An approach for the multigram synthesis of 3,3-difluorocyclobutyl-substituted building blocks (including carboxylic acid, amines, alcohols, azide, trifluoroborate ketone) is described. It is shown that, in most cases, ethyl 3,3-difluorocyclobutanecarboxylate is a convenient common synthetic intermediate to obtain the target derivatives. For preparation of 3,3-difluorocyclobutanol or -cyclobutanone, an alternative pathway via reaction of dichloroketene and tert-butyl or benzyl vinyl ether should be applied.
中文翻译:
C4 / C5 3,3-二氟环丁基取代的结构单元的多重图合成
摘要
描述了一种3,3-二氟环丁基取代的结构单元(包括羧酸,胺,醇,叠氮化物,三氟硼酸酯)的多谱图合成方法。
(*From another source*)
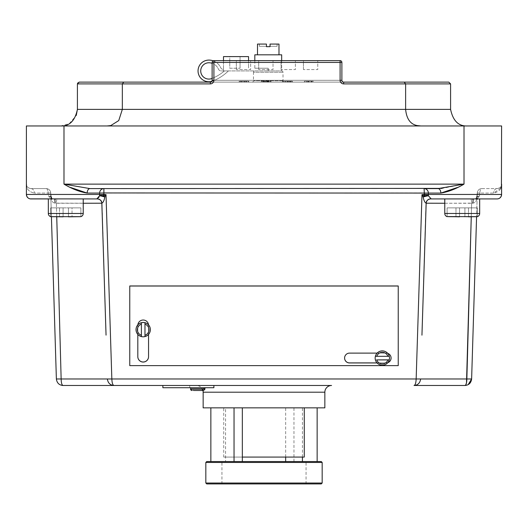 <?xml version="1.0" encoding="UTF-8"?>
<svg xmlns="http://www.w3.org/2000/svg" width="528" height="528" viewBox="0 0 528 528"><rect width="100%" height="100%" fill="white"/><g stroke="black" fill="none" stroke-linecap="round" stroke-linejoin="round"><path stroke-width="0.4" stroke-dasharray="2.64 1.98" d="M213.147 60.806A13.009 13.009 0 0 1 220.678 67.617A3.135 3.135 0 0 0 223.496 69.432L223.496 70.924L221.245 70.924A3.135 3.135 0 0 1 218.368 69.023A10.322 10.322 0 0 0 208.877 62.766A8.151 8.151 0 0 0 200.726 70.924A8.151 8.151 0 0 0 211.893 78.5A44.708 44.708 0 0 0 224.433 70.924L228.413 70.924A47.395 47.395 0 0 1 212.89 80.995A10.837 10.837 0 0 1 198.04 70.924A10.837 10.837 0 0 1 208.877 60.086A13.009 13.009 0 0 1 220.678 67.617A3.135 3.135 0 0 0 223.496 69.432L223.496 70.924L221.245 70.924A3.135 3.135 0 0 1 218.368 69.023A10.322 10.322 0 0 0 212.124 63.294M212.124 78.408A44.708 44.708 0 0 0 224.433 70.924L228.413 70.924A47.395 47.395 0 0 1 212.89 80.995A10.837 10.837 0 0 1 211.787 81.365M80.903 216.658L80.903 216.658A3.353 3.353 0 0 0 83.226 213.464L48.325 213.464L83.226 213.464L83.226 198.924L57.275 198.924A4.475 0.898 90 0 0 56.377 203.26L56.74 216.823L56.377 203.26L54.76 203.128C52.569 202.528 51.434 200.99 51.341 198.508L50.747 194.581L48.154 194.581L48.946 196.574C49.949 198.356 51.704 199.122 54.212 198.884L55.216 198.924L54.212 198.884C51.704 199.122 49.949 198.356 48.946 196.574L48.147 194.449L50.747 194.581L51.282 196.574A4.475 1.32 151.6 0 0 48.946 196.574A4.475 1.32 151.6 0 1 51.282 196.574L50.747 194.581L56.377 378.979L61.142 378.979C61.248 383.031 61.895 385.202 63.089 385.486L113.969 385.486C112.741 385.183 112.035 383.018 111.844 378.979L106.009 194.581L103.594 195.829A4.475 1.346 -166.7 0 0 99.541 195.829L99.139 196.805M51.421 216.784L50.695 192.944L51.341 198.508C51.434 200.99 52.576 202.528 54.76 203.128L102.023 203.26C101.145 202 103.594 201.01 97.548 198.924L97.548 198.924A4.475 4.475 0 0 1 102.023 203.26L106.049 335.128M447.097 216.658L447.097 207.874L447.097 216.572L447.097 207.874L455.961 207.874L447.097 207.874L447.097 216.572L448.384 216.823L459.538 216.823L448.384 216.823L459.538 216.823L448.384 216.823L459.538 216.823L459.538 207.874L447.097 207.874L459.538 207.874L459.538 216.572L464.911 216.823L464.911 207.874L464.911 216.572L464.911 207.874L455.961 207.874L468.488 207.874L459.538 207.874L464.911 207.874L464.911 216.823L477.345 216.572L477.345 207.874L477.345 216.572L477.345 207.874L464.911 207.874L477.345 207.874L468.488 207.874L477.345 207.874L477.345 216.658L447.097 216.658A3.353 3.353 0 0 1 444.774 213.464L479.675 213.464L444.774 213.464L479.675 213.464L479.675 198.924L470.725 198.924A4.475 0.898 90 0 1 471.623 203.26L471.26 216.823L471.623 203.26L473.24 203.128C475.431 202.528 476.566 200.99 476.659 198.508L477.253 194.581L479.853 194.449L479.886 193.076L479.054 196.574L479.846 194.581L477.253 194.581L476.718 196.574A4.475 1.32 -151.6 0 1 479.054 196.574C478.051 198.356 476.296 199.122 473.788 198.884C476.296 199.122 478.051 198.356 479.054 196.574A4.475 1.32 -151.6 0 0 476.718 196.574L477.305 192.944L476.579 216.784L477.253 194.581L476.659 198.508C476.566 200.99 475.424 202.528 473.24 203.128L444.774 203.26M444.774 213.464L444.774 198.924L479.675 198.924L430.452 198.924L431.178 198.924L428.459 195.829A4.475 1.346 166.7 0 0 424.406 195.829L421.991 194.581L423.159 197.036A4.475 0.541 163.3 0 1 428.459 195.829M422.09 330.475L425.977 203.26A4.475 4.475 0 0 1 430.452 198.924L430.597 198.911A4.475 3.386 -85 0 1 430.927 198.911A4.475 4.448 100.3 0 0 426.149 203.207L421.951 335.168M426.578 203.26L471.623 203.26A4.475 0.898 -90 0 0 470.725 198.924L497.125 198.924M472.784 198.924L473.372 198.884A4.475 2.653 82.4 0 1 473.788 198.884A4.475 2.653 82.4 0 0 473.372 198.884L472.784 198.924L472.652 203.227L472.784 198.924L473.332 198.891M97.159 198.845L54.628 198.884A4.475 2.653 -82.4 0 0 54.212 198.884A4.475 2.653 -82.4 0 1 54.628 198.884L83.226 198.924L48.325 198.924L83.226 198.924L48.325 198.924L48.325 213.464A3.353 3.353 0 0 0 50.655 216.658L50.655 216.658M150.348 329.71A7.161 7.154 180 0 1 144.976 336.64L144.976 336.58A7.161 7.154 180 0 1 141.398 336.58L141.398 322.727A7.161 7.154 180 0 1 144.976 322.727L144.976 322.78A7.161 7.154 180 0 1 150.348 329.71L150.348 329.624A7.161 7.154 -0 0 1 143.187 336.778A7.161 7.154 180 0 1 137.815 334.356L137.815 325.387A5.372 5.366 180 0 1 137.841 324.859A7.161 7.154 180 0 1 148.533 324.859A5.372 5.366 -0 0 1 148.553 325.387L148.553 356.638A5.372 5.366 180 0 1 143.187 362.003A5.372 5.366 180 0 1 137.815 356.638L137.815 325.327A5.372 5.366 180 0 1 143.187 319.961A5.372 5.366 180 0 1 148.553 325.327L148.553 356.69A5.372 5.366 180 0 1 143.187 362.056A5.372 5.366 180 0 1 137.815 356.69L137.815 334.356A7.161 7.154 -0 0 1 136.026 329.624A7.161 7.154 180 0 1 137.841 324.859A5.372 5.366 180 0 1 148.533 324.859A7.161 7.154 180 0 1 143.187 336.778A7.161 7.154 -0 0 1 137.815 334.356A7.161 7.154 180 0 1 136.026 329.624L136.026 329.71A7.161 7.154 180 0 1 141.398 322.78L141.398 336.64A7.161 7.154 180 0 1 136.026 329.71M137.815 334.402L137.815 325.327A5.372 5.366 -0 0 1 143.187 319.961A5.372 5.366 -0 0 1 148.553 325.327L148.553 356.638M259.393 46.312L266.455 46.312L259.393 46.312L259.393 44.075L266.455 44.075L266.455 46.312L266.455 44.075L257.506 44.075M257.506 54.813L278.982 54.813L257.506 54.813M254.819 70.924L268.244 70.924L254.819 70.924A1.34 1.34 0 0 0 253.48 72.263L283.008 72.263L253.48 72.263L253.48 80.764A1.34 1.34 0 0 1 252.133 82.111L284.354 82.111L252.133 82.111M281.668 60.628L281.668 70.924L268.244 70.924L281.668 70.924A1.34 1.34 0 0 1 283.008 72.263L283.008 80.764A1.34 1.34 0 0 0 284.354 82.111M375.382 356.288L389.248 356.288A7.161 7.154 -0 0 0 375.382 356.288L389.248 356.275A7.161 7.154 180 0 1 389.248 359.852L375.382 359.852A7.161 7.154 180 0 1 375.382 356.275L389.248 356.288M382.312 350.876A7.161 7.154 180 0 1 387.75 362.69A7.161 7.154 180 0 1 382.312 365.191A7.161 7.154 -0 0 1 375.157 358.05L375.157 358.03A7.161 7.154 180 0 1 382.312 350.876M204.791 388.707L203.537 390.496L193.585 390.496L192.324 389.156L192.324 388.707L203.227 388.707L190.76 388.707L204.791 388.707L190.76 388.707L192.324 388.707L192.324 389.156L204.937 389.156A1.34 1.34 0 0 1 203.59 390.496L202.924 390.496A6.712 6.712 0 0 0 196.436 385.486L331.564 385.486L196.436 385.486M192.014 390.496L190.76 389.156L192.014 390.496L201.967 390.496L203.227 389.156L190.615 389.156M213.886 385.486L213.886 387.724L189.724 387.724L213.886 387.724L213.886 385.486L162.875 385.486L162.875 387.724L213.886 387.724L213.886 385.486L162.875 385.486L331.564 385.486M204.791 389.156L204.937 387.724M190.76 388.707L190.76 389.156L190.76 388.707M189.724 387.724L189.724 385.486M236.32 69.577L236.32 60.628L250.642 60.628L236.32 60.628L250.642 60.628L236.32 60.628L236.32 69.577L250.642 69.577L250.642 60.628L250.642 69.577L236.32 69.577M258.694 69.577L258.694 60.628L273.016 60.628L258.694 60.628L273.016 60.628L258.694 60.628L258.694 69.577L273.016 69.577L273.016 60.628L273.016 69.577L258.694 69.577M281.068 69.577L281.068 60.628L295.383 60.628L281.068 60.628L295.383 60.628L281.068 60.628L281.068 69.577L295.383 69.577L295.383 60.628L295.383 69.577L281.068 69.577M303.442 69.577L303.442 60.628L317.757 60.628L303.442 60.628L317.757 60.628L303.442 60.628L303.442 69.577L317.757 69.577L317.757 60.628L317.757 69.577L303.442 69.577M448.8 82.111L343.675 82.111A1.789 1.789 0 0 1 341.887 80.315L341.887 62.423A1.789 1.789 0 0 0 340.098 60.628L213.913 60.628A1.789 1.789 0 0 0 212.124 62.423L212.124 80.315L212.124 62.423L212.124 80.315L213.913 80.315L213.913 82.111L210.335 82.111L340.098 82.111L213.913 82.111L213.913 62.423L340.098 62.423L340.098 80.315L213.913 80.315L340.098 80.315L340.098 62.423L213.913 62.423L213.913 80.315L213.913 62.423L340.098 62.423L340.098 80.315A3.577 3.577 0 0 0 343.675 83.899L405.623 83.899L405.623 109.375C406.507 118.694 410.276 124.067 416.929 125.499L420.809 125.961A16.586 16.586 0 0 1 416.929 125.499M420.809 125.961L420.743 125.961A16.586 16.586 0 0 1 417.16 125.565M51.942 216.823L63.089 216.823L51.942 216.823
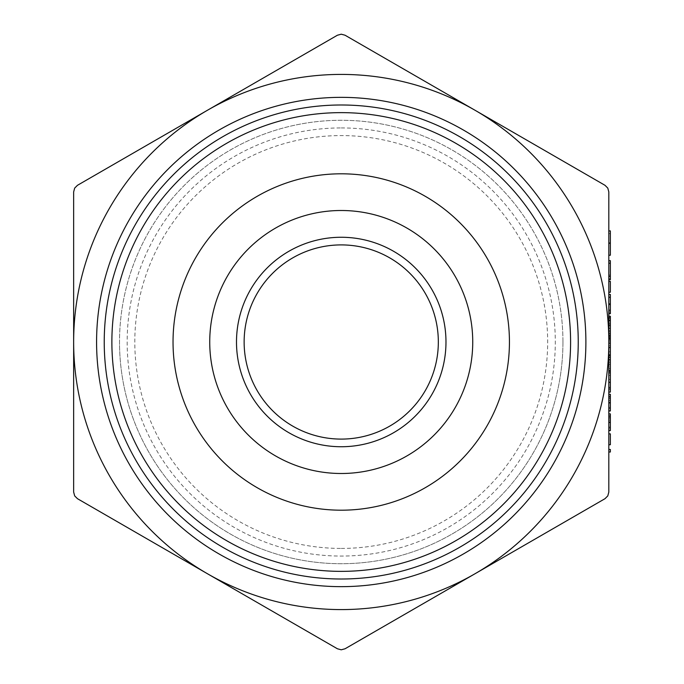 <?xml version="1.0" encoding="UTF-8"?>
<svg xmlns="http://www.w3.org/2000/svg" width="684" height="684" viewBox="0 0 684 684"><rect width="100%" height="100%" fill="white"/><g stroke="black" fill="none" stroke-linecap="round" stroke-linejoin="round"><path stroke-width="0.51" stroke-dasharray="3.42 2.56" d="M244.137 342A97.094 97.094 0 0 1 341.239 244.906A97.094 97.094 0 0 1 438.333 342A97.094 97.094 0 0 1 341.239 439.094A97.094 97.094 0 0 1 244.137 342A97.094 97.094 0 0 1 341.239 244.906A97.094 97.094 0 0 1 438.333 342A97.094 97.094 0 0 1 341.239 439.094A97.094 97.094 0 0 1 244.137 342A97.094 97.094 0 0 1 341.239 244.906A97.094 97.094 0 0 1 438.333 342A97.094 97.094 0 0 1 341.239 439.094A97.094 97.094 0 0 1 244.137 342M209.732 342A131.499 131.499 0 0 1 341.239 210.501A131.499 131.499 0 0 1 472.738 342A131.499 131.499 0 0 1 341.239 473.499A131.499 131.499 0 0 1 209.732 342A131.499 131.499 0 0 1 341.239 210.501A131.499 131.499 0 0 1 472.738 342A131.499 131.499 0 0 1 341.239 473.499A131.499 131.499 0 0 1 209.732 342A131.499 131.499 0 0 1 341.239 210.501A131.499 131.499 0 0 1 472.738 342A131.499 131.499 0 0 1 341.239 473.499A131.499 131.499 0 0 1 209.732 342A131.499 131.499 0 0 1 341.239 210.501A131.499 131.499 0 0 1 472.738 342A131.499 131.499 0 0 1 341.239 473.499A131.499 131.499 0 0 1 209.732 342A131.499 131.499 0 0 1 341.239 210.501A131.499 131.499 0 0 1 472.738 342A131.499 131.499 0 0 1 341.239 473.499A131.499 131.499 0 0 1 209.732 342M509.435 342A168.196 168.196 0 0 0 341.239 173.804A168.196 168.196 0 0 0 173.035 342A168.196 168.196 0 0 0 341.239 510.196A168.196 168.196 0 0 0 509.435 342A168.196 168.196 0 0 1 341.239 510.196A168.196 168.196 0 0 1 173.035 342A168.196 168.196 0 0 1 341.239 173.804A168.196 168.196 0 0 1 509.435 342M562.949 342A221.719 221.719 0 0 0 341.239 120.281A221.719 221.719 0 0 0 119.52 342A221.719 221.719 0 0 1 341.239 120.281A221.719 221.719 0 0 1 562.949 342A221.719 221.719 0 0 1 341.239 563.719A221.719 221.719 0 0 1 119.52 342A221.719 221.719 0 0 0 341.239 563.719A221.719 221.719 0 0 0 562.949 342M236.493 342A104.737 104.737 0 0 0 341.239 446.738A104.737 104.737 0 0 0 445.977 342A104.737 104.737 0 0 0 341.239 237.262A104.737 104.737 0 0 0 236.493 342M610.35 353.252L610.35 342L610.35 353.252L608.82 353.252L608.82 342A267.589 267.589 0 0 1 207.44 573.739A267.589 267.589 0 0 1 207.44 110.261A267.589 267.589 0 0 1 608.82 342L608.82 191.922L607.794 188.1L604.998 185.304L345.061 35.226L341.239 34.2L337.409 35.226L207.44 110.261L77.472 185.304L74.676 188.1L73.65 191.922L73.65 492.078L74.676 495.9L77.472 498.696L337.409 648.774L341.239 649.8L345.061 648.774L604.998 498.696L607.794 495.9L608.82 492.078L608.82 355.107M341.239 127.934A214.066 214.066 0 0 1 555.305 342A214.066 214.066 0 0 1 341.239 556.066A214.066 214.066 0 0 1 127.164 342A214.066 214.066 0 0 1 341.239 127.934M608.82 276.345L608.82 279.73M608.82 281.363L608.82 292.256L610.35 292.256L610.35 281.363L608.82 281.363M610.35 294.436L610.35 303.91L608.82 303.91L608.82 294.436L608.82 313.682M608.82 316.222L608.82 337.828M610.35 316.222L610.35 364.333L610.35 359.793L608.82 359.793L608.82 392.103M608.82 394.283L608.82 410.981M608.82 413.888L608.82 430.587M608.82 433.861L608.82 444.745L610.35 444.745L610.35 433.861L608.82 433.861M608.82 449.474L608.82 452.013L610.35 452.013L610.35 449.474L608.82 449.474M608.82 294.616L608.82 312.776L608.82 294.616L610.35 294.616L608.82 294.616M608.82 354.859L608.82 343.274L608.82 354.859L610.35 354.859M610.35 359.793L610.35 392.103M610.35 390.111L610.35 379.406L610.35 390.111L608.82 390.111M610.35 379.398L610.35 371.224L610.35 387.563L610.35 379.398L608.82 379.406L608.82 371.224L608.82 387.563L608.82 379.398L610.35 379.398M610.35 371.523L608.82 371.523M610.35 368.685L608.82 368.685M610.35 387.272L608.82 387.272M610.35 387.563L608.82 387.563M610.35 371.224L608.82 371.224M610.35 364.333L608.82 364.333L610.35 364.333L610.35 362.204L608.82 362.204L610.35 362.204L610.35 364.333M610.35 343.274L608.82 343.274M610.35 345.813L610.35 362.204L610.35 354.671L608.82 354.645L610.35 354.671L610.35 345.813L608.82 345.813M610.35 354.688L608.82 354.688L608.82 340.546L608.82 354.705L610.35 354.705L610.35 340.546L610.35 354.705M610.35 327.944L610.35 337.828L610.35 320.394L610.35 327.944L608.82 327.944M610.35 320.668L610.35 336.374L610.35 320.668L608.82 320.668L608.82 336.374L608.82 320.668M610.35 335.57L608.82 335.57M610.35 320.394L608.82 320.394M610.35 338.913L608.82 338.913M610.35 336.665L608.82 336.665M610.35 328.329L608.82 328.329M610.35 320.24L608.82 320.24M610.35 317.855L608.82 317.855M610.35 328.269L608.82 328.269M610.35 336.374L608.82 336.374M610.35 328.457L608.82 328.457M610.35 323.13L608.82 323.13M610.35 305.038L610.35 297.164L608.82 297.164L610.35 297.164L610.35 294.616L610.35 297.164L608.82 297.164L610.35 297.164L610.35 305.038L608.82 305.038M610.35 297.549L608.82 297.549M610.35 304.585L608.82 304.585M610.35 309.938L608.82 309.938M610.35 310.228L608.82 310.228M610.35 312.776L608.82 312.776L610.35 312.776M610.35 413.888L610.35 430.227L610.35 418.249L610.35 423.918L608.82 423.918M610.35 423.918L610.35 430.587M610.35 420.113L608.82 420.113M610.35 418.249L608.82 418.249M610.35 422.396L608.82 422.396M610.35 427.928L608.82 427.928M610.35 430.227L608.82 430.227M610.35 422.678L608.82 422.678M610.35 415.701L608.82 415.701M610.35 417.283L608.82 417.283M610.35 427.03L608.82 427.03M610.35 428.047L608.82 428.047M610.35 422.498L608.82 422.498M610.35 416.282L608.82 416.282M610.35 394.283L610.35 410.622L610.35 398.635L610.35 404.312L608.82 404.312M610.35 404.312L610.35 410.981M610.35 400.508L608.82 400.508M610.35 398.635L608.82 398.635M610.35 402.791L608.82 402.791M610.35 408.322L608.82 408.322M610.35 410.622L608.82 410.622M610.35 403.073L608.82 403.073M610.35 396.096L608.82 396.096M610.35 397.678L608.82 397.678M610.35 407.425L608.82 407.425M610.35 408.442L608.82 408.442M610.35 402.893L608.82 402.893M610.35 396.677L608.82 396.677M610.35 375.405L610.35 382.416L610.35 375.405L608.82 375.405L608.82 382.416L608.82 375.405M610.35 389.564L610.35 382.416L610.35 389.564L608.82 389.564L608.82 382.416L608.82 389.564M610.35 382.33L608.82 382.33M610.35 382.416L608.82 382.416L610.35 382.416M610.35 388.486L608.82 388.486M610.35 370.685L608.82 370.685M610.35 355.8L608.82 355.8M610.35 351.773L608.82 351.773M610.35 347.754L608.82 347.754L610.35 347.78M610.35 339.461L608.82 339.461M610.35 343.59L608.82 343.59M610.35 347.617L608.82 347.617L610.35 347.617M610.35 342L608.82 342L608.82 353.252M610.35 347.72L608.82 347.72M610.35 340.546L608.82 340.546M610.35 319.856L610.35 325.738L608.82 325.772L610.35 325.738L610.35 319.856L608.82 319.856M610.35 331.475L608.82 331.475M610.35 324.207L608.82 324.207L610.35 324.207M610.35 332.92L608.82 332.92M610.35 325.712L608.82 325.712M610.35 320.984L608.82 320.984M610.35 318.761L608.82 318.761M610.35 333.775L608.82 333.775M610.35 330.705L608.82 330.705M610.35 334.014L608.82 334.014M610.35 317.308L608.82 317.308M610.35 303.91L610.35 313.682M610.35 296.976L610.35 303.987L610.35 296.976L608.82 296.976L608.82 303.987L608.82 296.976M610.35 311.143L610.35 303.987L610.35 311.143L608.82 311.143L608.82 303.987L608.82 311.143M610.35 303.987L608.82 303.987L610.35 303.987M610.35 310.066L608.82 310.066M608.82 275.019L610.35 275.019L610.35 263.212L608.82 263.212L610.35 263.212L610.35 260.672L608.82 260.672M610.35 275.019L610.35 264.725L608.82 264.725M610.35 264.725L610.35 279.73M610.35 278.644L608.82 278.644M610.35 263.212L608.82 263.212M610.35 230.901L610.35 252.499L608.82 252.499M610.35 252.499L610.35 255.226M610.35 243.059L608.82 243.059M610.35 233.62L608.82 233.62M341.239 548.423A206.423 206.423 0 0 0 547.662 342A206.423 206.423 0 0 0 341.239 135.577A206.423 206.423 0 0 0 134.808 342A206.423 206.423 0 0 0 341.239 548.423M610.35 421.925L608.82 421.925M610.35 402.32L608.82 402.32"/><path stroke-width="1.03" d="M509.435 342A168.196 168.196 0 0 1 341.239 510.196A168.196 168.196 0 0 1 173.035 342A168.196 168.196 0 0 1 341.239 173.804A168.196 168.196 0 0 1 509.435 342M244.137 342A97.094 97.094 0 0 1 341.239 244.906A97.094 97.094 0 0 1 438.333 342A97.094 97.094 0 0 1 341.239 439.094A97.094 97.094 0 0 1 244.137 342M585.889 342A244.65 244.65 0 0 1 341.239 586.65A244.65 244.65 0 0 1 96.581 342A244.65 244.65 0 0 1 341.239 97.35A244.65 244.65 0 0 1 585.889 342M578.245 342A237.006 237.006 0 0 1 341.239 579.006A237.006 237.006 0 0 1 104.233 342A237.006 237.006 0 0 1 341.239 104.994A237.006 237.006 0 0 1 578.245 342M111.877 342A229.362 229.362 0 0 0 341.239 571.362A229.362 229.362 0 0 0 570.593 342A229.362 229.362 0 0 0 341.239 112.638A229.362 229.362 0 0 0 111.877 342M209.732 342A131.499 131.499 0 0 0 341.239 473.499A131.499 131.499 0 0 0 472.738 342A131.499 131.499 0 0 0 341.239 210.501A131.499 131.499 0 0 0 209.732 342M236.493 342A104.737 104.737 0 0 1 341.239 237.262A104.737 104.737 0 0 1 445.977 342A104.737 104.737 0 0 1 341.239 446.738A104.737 104.737 0 0 1 236.493 342M345.061 648.774L341.239 649.8L337.409 648.774L77.472 498.696L74.676 495.9L73.65 492.078L73.65 191.922L74.676 188.1L77.472 185.304L337.409 35.226L341.239 34.2L345.061 35.226L475.029 110.261A267.589 267.589 0 0 0 73.65 342A267.589 267.589 0 0 0 475.029 573.739L345.061 648.774M604.998 185.304L607.794 188.1L608.82 191.922L608.82 492.078L607.794 495.9L604.998 498.696L475.029 573.739A267.589 267.589 0 0 0 475.029 110.261L604.998 185.304M608.82 255.226L610.35 255.226L610.35 243.248L608.82 243.248L610.35 242.88L610.35 230.901L608.82 230.901M610.35 276.345L610.35 279.73L608.82 279.73L608.82 276.345L610.35 276.345L610.35 263.212L608.82 263.212M608.82 292.256L608.82 281.363L610.35 281.363L610.35 292.256L608.82 292.256M610.35 303.91L610.35 313.682L608.82 313.682L608.82 303.91L610.35 303.91L610.35 294.436L608.82 294.436M610.35 382.33L608.82 382.33L608.82 392.103L610.35 392.103L610.35 337.828L608.82 337.828L608.82 316.222L610.35 316.222L610.35 325.669L608.82 325.669M610.35 355.107L608.82 355.107L608.82 342M608.82 382.33L608.82 359.793L610.35 359.793M608.82 402.893L608.82 394.283L610.35 394.283L610.35 402.893L608.82 402.893L608.82 410.981L610.35 410.981L610.35 402.893M608.82 422.498L608.82 413.888L610.35 413.888L610.35 422.498L608.82 422.498L608.82 430.587L610.35 430.587L610.35 422.498M608.82 444.745L608.82 433.861L610.35 433.861L610.35 444.745L608.82 444.745M608.82 452.013L608.82 449.474L610.35 449.474L610.35 452.013L608.82 452.013M610.35 337.828L610.35 335.468L608.82 335.468M610.35 372.857L608.82 372.857M610.35 370.685L608.82 370.685M610.35 338.007L608.82 338.007M610.35 347.592L608.82 347.592M610.35 357.253L608.82 357.253M610.35 335.468L610.35 325.669M610.35 263.212L610.35 260.672L608.82 260.672"/></g></svg>

结果表明,在大多数情况下,3,3-二氟环丁烷甲酸乙酯是获得目标衍生物的方便的常用合成中间体。为了制备3,3-二氟环丁醇或-环丁酮,应采用通过二氯乙烯酮与叔丁基或苄基乙烯基醚反应的替代途径。
描述了一种3,3-二氟环丁基取代的结构单元(包括羧酸,胺,醇,叠氮化物,三氟硼酸酯)的多谱图合成方法。结果表明,在大多数情况下,3,3-二氟环丁烷甲酸乙酯是获得目标衍生物的方便的常用合成中间体。为了制备3,3-二氟环丁醇或-环丁酮,应采用通过二氯乙烯酮与叔丁基或苄基乙烯基醚反应的替代途径。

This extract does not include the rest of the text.